**BRIEF**
Please return every line from the entries that has the string "same" in it.
***
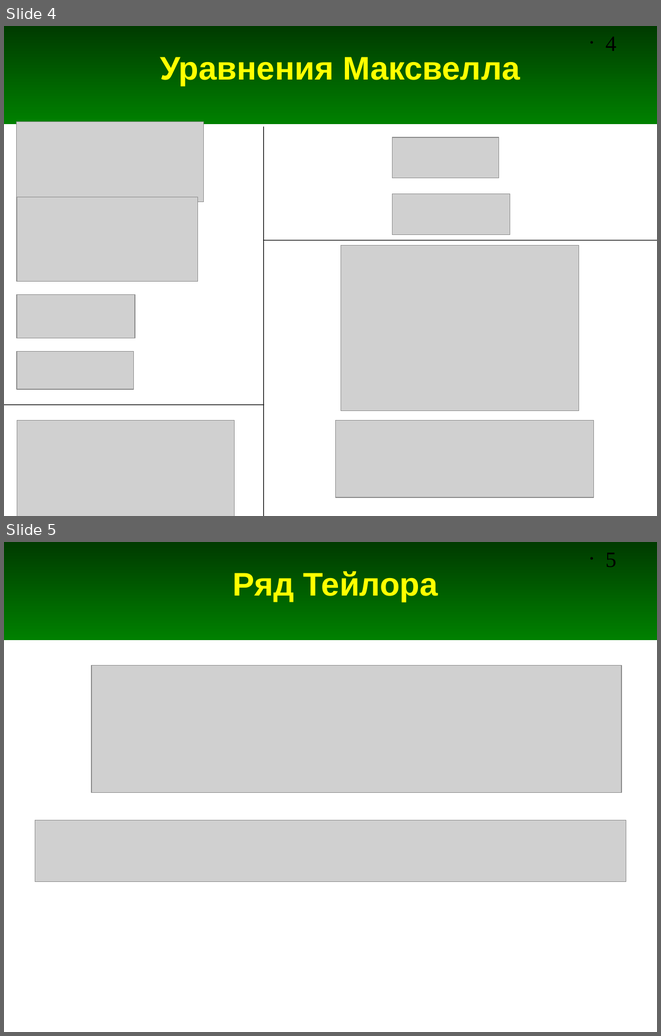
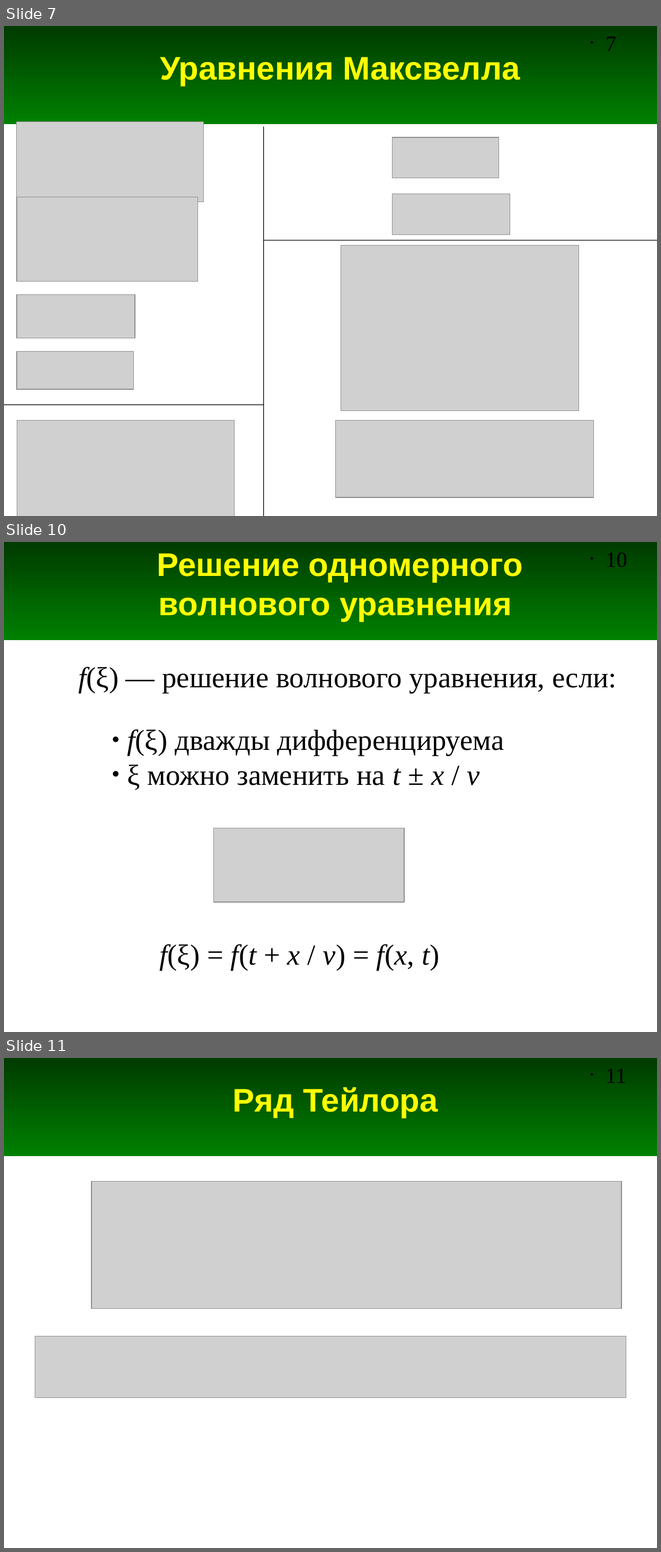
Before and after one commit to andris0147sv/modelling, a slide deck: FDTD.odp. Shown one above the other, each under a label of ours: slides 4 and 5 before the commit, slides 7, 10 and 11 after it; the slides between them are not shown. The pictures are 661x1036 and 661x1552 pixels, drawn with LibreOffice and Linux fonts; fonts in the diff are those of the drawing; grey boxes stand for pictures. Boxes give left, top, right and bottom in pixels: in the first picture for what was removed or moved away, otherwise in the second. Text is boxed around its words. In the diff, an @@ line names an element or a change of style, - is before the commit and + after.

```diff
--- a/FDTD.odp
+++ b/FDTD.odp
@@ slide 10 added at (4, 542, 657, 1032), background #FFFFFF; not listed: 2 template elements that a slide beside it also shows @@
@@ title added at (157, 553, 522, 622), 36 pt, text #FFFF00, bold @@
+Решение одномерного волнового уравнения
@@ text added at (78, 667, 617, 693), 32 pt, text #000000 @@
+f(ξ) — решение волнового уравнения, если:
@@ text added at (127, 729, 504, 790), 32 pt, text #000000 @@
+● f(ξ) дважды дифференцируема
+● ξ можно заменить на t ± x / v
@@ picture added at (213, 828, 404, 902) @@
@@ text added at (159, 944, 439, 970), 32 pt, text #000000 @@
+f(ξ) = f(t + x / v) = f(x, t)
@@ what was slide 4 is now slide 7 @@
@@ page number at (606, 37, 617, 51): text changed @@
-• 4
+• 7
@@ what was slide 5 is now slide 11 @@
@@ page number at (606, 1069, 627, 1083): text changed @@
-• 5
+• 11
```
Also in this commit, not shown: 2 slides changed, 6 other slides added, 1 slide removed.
***
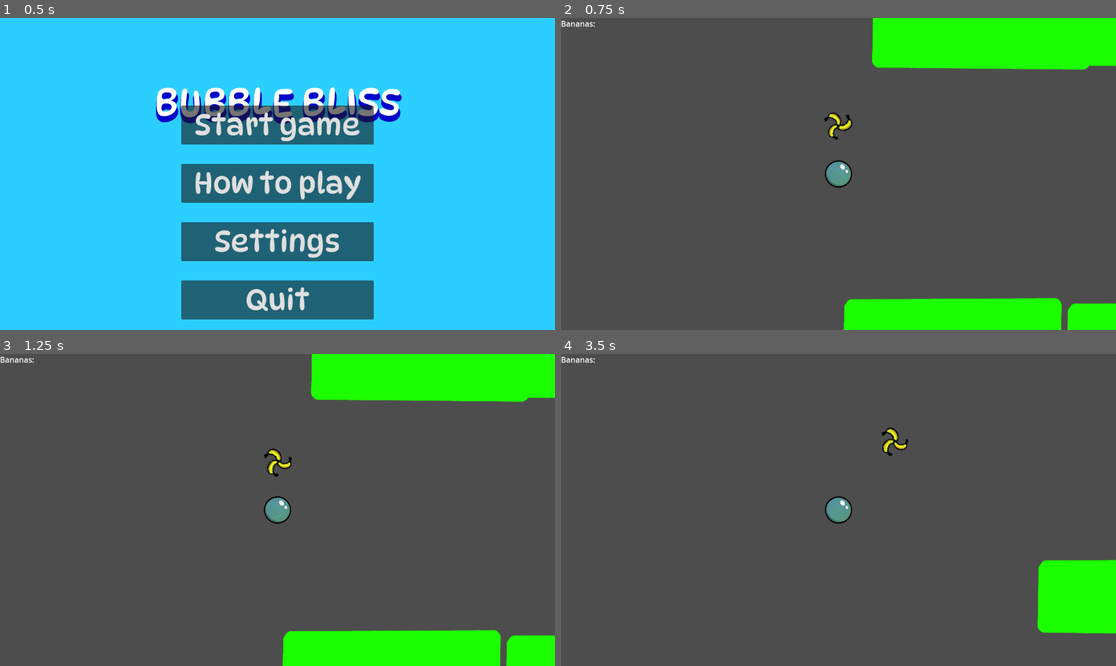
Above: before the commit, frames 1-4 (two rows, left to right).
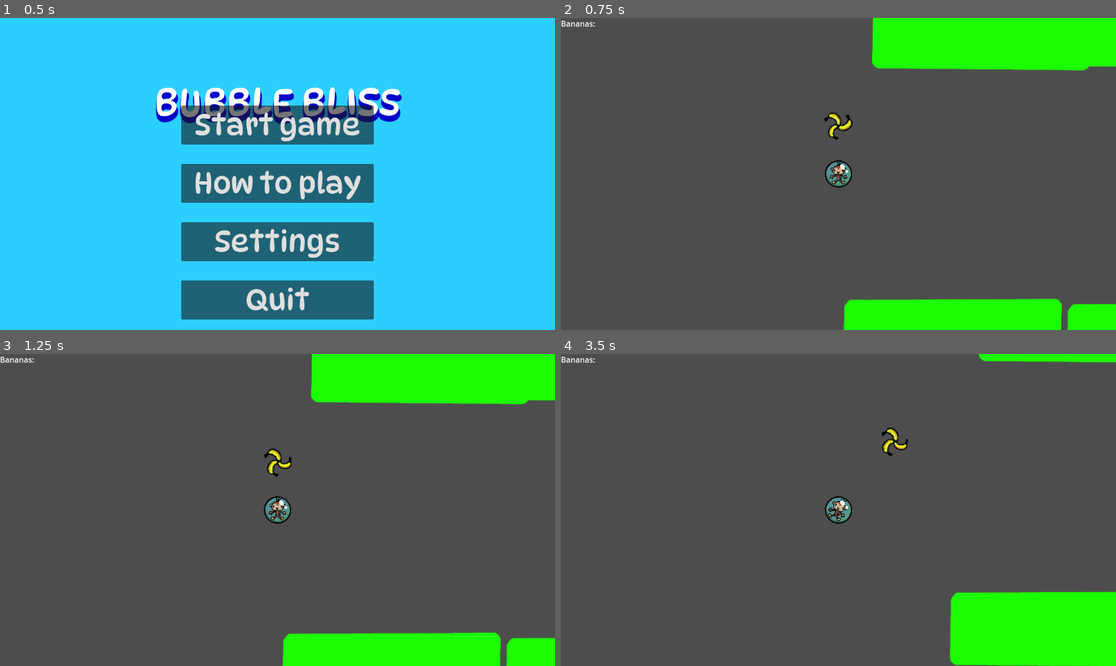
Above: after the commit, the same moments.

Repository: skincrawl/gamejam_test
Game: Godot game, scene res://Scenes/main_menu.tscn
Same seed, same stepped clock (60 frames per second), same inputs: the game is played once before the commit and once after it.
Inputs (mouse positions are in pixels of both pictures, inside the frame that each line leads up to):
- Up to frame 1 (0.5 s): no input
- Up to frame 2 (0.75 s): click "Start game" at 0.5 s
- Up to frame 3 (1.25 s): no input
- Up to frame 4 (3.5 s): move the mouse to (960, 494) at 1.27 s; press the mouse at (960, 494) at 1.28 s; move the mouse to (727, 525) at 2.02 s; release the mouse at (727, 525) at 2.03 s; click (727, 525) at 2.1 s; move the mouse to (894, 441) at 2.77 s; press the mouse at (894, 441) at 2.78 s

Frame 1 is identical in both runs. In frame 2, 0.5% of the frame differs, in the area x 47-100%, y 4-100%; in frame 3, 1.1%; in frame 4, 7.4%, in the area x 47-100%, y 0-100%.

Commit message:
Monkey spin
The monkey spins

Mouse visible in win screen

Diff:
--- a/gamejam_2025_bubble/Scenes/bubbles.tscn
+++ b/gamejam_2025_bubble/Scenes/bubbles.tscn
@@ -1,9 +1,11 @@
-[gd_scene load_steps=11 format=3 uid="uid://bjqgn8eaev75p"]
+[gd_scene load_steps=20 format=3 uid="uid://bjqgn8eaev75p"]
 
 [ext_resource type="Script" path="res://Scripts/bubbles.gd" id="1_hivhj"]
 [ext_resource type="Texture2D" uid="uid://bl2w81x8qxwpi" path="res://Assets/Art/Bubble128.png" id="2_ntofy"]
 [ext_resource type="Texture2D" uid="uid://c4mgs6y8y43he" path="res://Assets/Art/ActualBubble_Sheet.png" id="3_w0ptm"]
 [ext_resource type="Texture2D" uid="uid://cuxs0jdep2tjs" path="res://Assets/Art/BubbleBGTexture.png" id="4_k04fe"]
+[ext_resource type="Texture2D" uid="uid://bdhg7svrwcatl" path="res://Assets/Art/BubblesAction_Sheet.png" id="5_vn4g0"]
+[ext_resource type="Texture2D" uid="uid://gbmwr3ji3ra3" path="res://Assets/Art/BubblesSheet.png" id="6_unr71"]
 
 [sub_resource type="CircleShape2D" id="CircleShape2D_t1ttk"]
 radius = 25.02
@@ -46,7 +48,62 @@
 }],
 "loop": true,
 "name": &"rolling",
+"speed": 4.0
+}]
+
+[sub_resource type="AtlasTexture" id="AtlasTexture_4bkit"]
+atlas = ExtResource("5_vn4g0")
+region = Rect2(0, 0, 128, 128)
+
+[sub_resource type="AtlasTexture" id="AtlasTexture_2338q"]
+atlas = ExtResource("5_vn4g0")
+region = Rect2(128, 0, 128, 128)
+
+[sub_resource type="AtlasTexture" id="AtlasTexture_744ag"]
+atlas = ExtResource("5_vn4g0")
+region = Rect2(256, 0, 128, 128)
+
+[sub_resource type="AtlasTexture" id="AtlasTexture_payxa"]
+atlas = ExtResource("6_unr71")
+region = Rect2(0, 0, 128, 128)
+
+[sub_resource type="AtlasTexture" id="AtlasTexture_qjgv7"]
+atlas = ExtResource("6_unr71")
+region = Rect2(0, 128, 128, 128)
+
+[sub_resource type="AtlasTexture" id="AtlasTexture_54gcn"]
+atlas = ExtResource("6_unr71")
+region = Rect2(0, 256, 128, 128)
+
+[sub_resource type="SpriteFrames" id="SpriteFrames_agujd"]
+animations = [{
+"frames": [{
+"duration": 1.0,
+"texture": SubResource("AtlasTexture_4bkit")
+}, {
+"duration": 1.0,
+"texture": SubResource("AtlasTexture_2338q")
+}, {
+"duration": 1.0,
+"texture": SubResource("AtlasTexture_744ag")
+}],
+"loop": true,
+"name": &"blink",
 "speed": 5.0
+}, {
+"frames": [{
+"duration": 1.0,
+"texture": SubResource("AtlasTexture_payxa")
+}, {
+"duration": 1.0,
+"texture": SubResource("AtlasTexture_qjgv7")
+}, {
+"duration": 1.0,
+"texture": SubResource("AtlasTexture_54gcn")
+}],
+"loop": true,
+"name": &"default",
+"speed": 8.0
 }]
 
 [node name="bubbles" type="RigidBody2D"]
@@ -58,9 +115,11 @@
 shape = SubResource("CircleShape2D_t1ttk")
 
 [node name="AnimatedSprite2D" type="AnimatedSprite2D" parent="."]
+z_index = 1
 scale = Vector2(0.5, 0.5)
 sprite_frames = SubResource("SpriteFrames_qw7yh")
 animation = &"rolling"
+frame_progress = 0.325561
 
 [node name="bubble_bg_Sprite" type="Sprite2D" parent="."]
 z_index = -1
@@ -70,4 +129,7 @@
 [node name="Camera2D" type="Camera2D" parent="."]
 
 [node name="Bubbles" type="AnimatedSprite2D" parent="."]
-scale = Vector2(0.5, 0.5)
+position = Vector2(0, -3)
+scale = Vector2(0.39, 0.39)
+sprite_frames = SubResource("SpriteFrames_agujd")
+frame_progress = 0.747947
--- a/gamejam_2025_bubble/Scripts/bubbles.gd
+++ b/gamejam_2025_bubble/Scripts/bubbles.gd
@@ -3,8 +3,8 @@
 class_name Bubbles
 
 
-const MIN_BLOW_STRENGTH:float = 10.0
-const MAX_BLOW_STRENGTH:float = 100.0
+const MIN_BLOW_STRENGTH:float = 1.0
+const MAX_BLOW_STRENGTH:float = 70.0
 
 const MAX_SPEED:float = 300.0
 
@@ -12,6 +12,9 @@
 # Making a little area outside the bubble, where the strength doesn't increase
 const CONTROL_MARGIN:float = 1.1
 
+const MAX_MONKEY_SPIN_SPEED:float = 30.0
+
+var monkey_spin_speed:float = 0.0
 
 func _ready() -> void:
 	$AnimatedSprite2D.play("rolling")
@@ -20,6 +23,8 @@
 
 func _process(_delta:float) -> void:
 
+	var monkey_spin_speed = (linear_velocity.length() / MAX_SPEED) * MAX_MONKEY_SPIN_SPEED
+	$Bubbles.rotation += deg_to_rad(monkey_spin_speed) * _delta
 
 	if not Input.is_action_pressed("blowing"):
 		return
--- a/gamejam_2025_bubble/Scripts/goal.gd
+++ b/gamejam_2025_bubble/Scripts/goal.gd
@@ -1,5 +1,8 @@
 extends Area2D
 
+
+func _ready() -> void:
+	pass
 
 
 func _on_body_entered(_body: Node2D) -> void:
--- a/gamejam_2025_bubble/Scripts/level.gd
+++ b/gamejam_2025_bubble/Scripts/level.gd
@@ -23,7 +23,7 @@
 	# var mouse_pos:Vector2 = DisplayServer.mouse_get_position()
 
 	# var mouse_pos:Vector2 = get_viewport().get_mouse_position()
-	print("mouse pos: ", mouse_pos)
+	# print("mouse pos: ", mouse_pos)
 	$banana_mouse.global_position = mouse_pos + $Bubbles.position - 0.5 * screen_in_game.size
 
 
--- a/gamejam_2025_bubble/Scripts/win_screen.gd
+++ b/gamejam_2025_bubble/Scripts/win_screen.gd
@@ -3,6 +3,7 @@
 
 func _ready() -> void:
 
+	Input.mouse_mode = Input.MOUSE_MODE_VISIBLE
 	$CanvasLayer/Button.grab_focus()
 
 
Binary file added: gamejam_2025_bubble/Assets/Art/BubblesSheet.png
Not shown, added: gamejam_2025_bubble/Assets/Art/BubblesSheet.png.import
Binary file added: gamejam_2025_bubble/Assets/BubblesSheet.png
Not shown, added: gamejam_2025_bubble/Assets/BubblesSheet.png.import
***
**RESULT BELOW**
Above: after the commit, the same moments.
Same seed, same stepped clock (60 frames per second), same inputs: the game is played once before the commit and once after it.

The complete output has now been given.